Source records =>
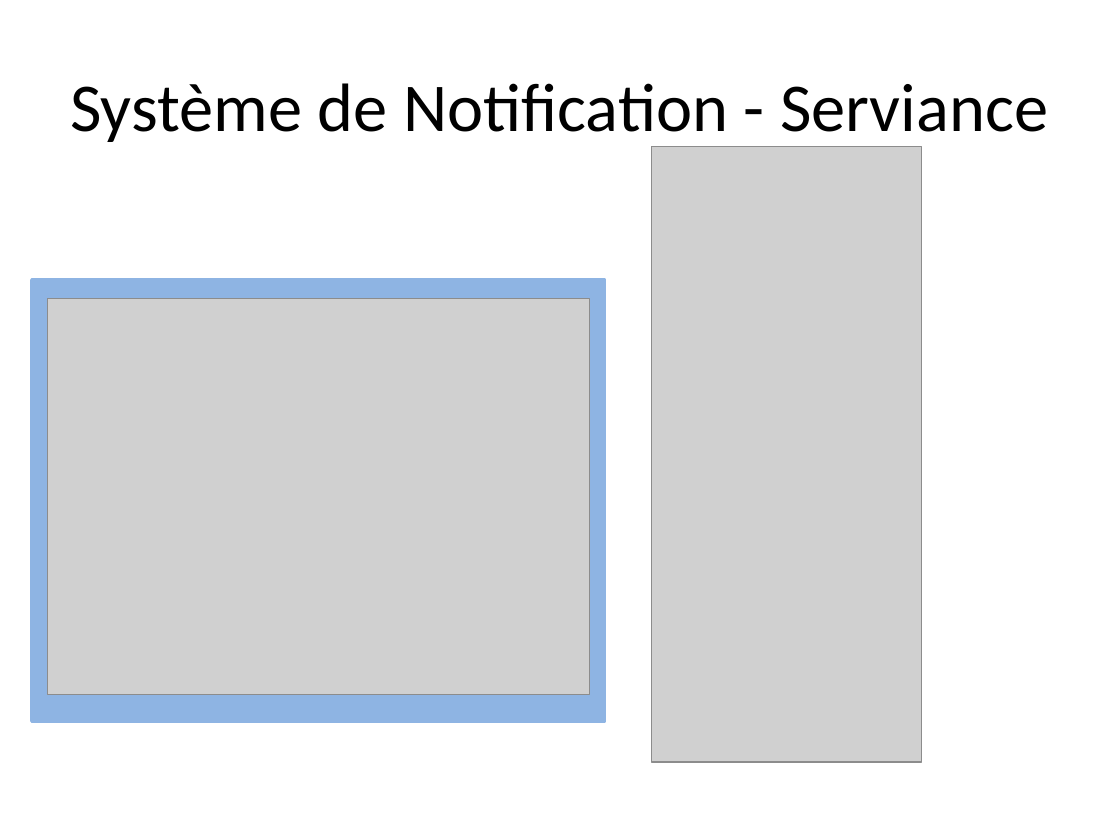
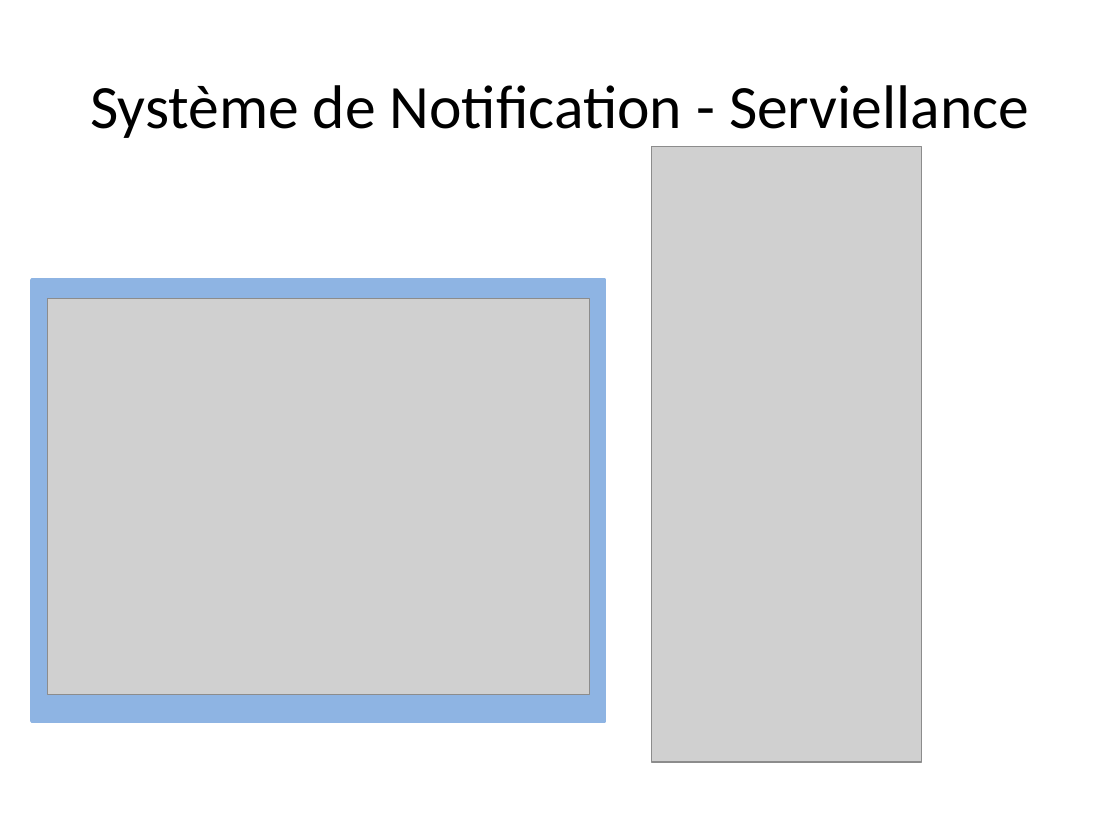
Before and after one commit to mejriomar/surveillance-system, a slide deck: slide 1 of Système de Notification .pptx. Drawn at 1120x840 pixels with LibreOffice and Linux fonts; fonts in the diff are those of the drawing; grey boxes stand for pictures. Boxes give left, top, right and bottom in pixels: in the first picture for what was removed or moved away, otherwise in the second. Text is boxed around its words. In the diff, an @@ line names an element or a change of style, - is before the commit and + after.

Commit message:
système de notification intelligente

```diff
--- a/Système de Notification .pptx
+++ b/Système de Notification .pptx
@@ title at bbox=[90, 85, 1029, 138]: text changed; size 44 to 39.6 pt @@
-Système de Notification - Serviance
+Système de Notification - Serviellance
```

What the task requires => Without the pictures, repeat all the records word for word.

Solution for this problem =>
Before and after one commit to mejriomar/surveillance-system, a slide deck: slide 1 of Système de Notification .pptx. Drawn at 1120x840 pixels with LibreOffice and Linux fonts; fonts in the diff are those of the drawing; grey boxes stand for pictures. Boxes give left, top, right and bottom in pixels: in the first picture for what was removed or moved away, otherwise in the second. Text is boxed around its words. In the diff, an @@ line names an element or a change of style, - is before the commit and + after.

Commit message:
système de notification intelligente

```diff
--- a/Système de Notification .pptx
+++ b/Système de Notification .pptx
@@ title at bbox=[90, 85, 1029, 138]: text changed; size 44 to 39.6 pt @@
-Système de Notification - Serviance
+Système de Notification - Serviellance
```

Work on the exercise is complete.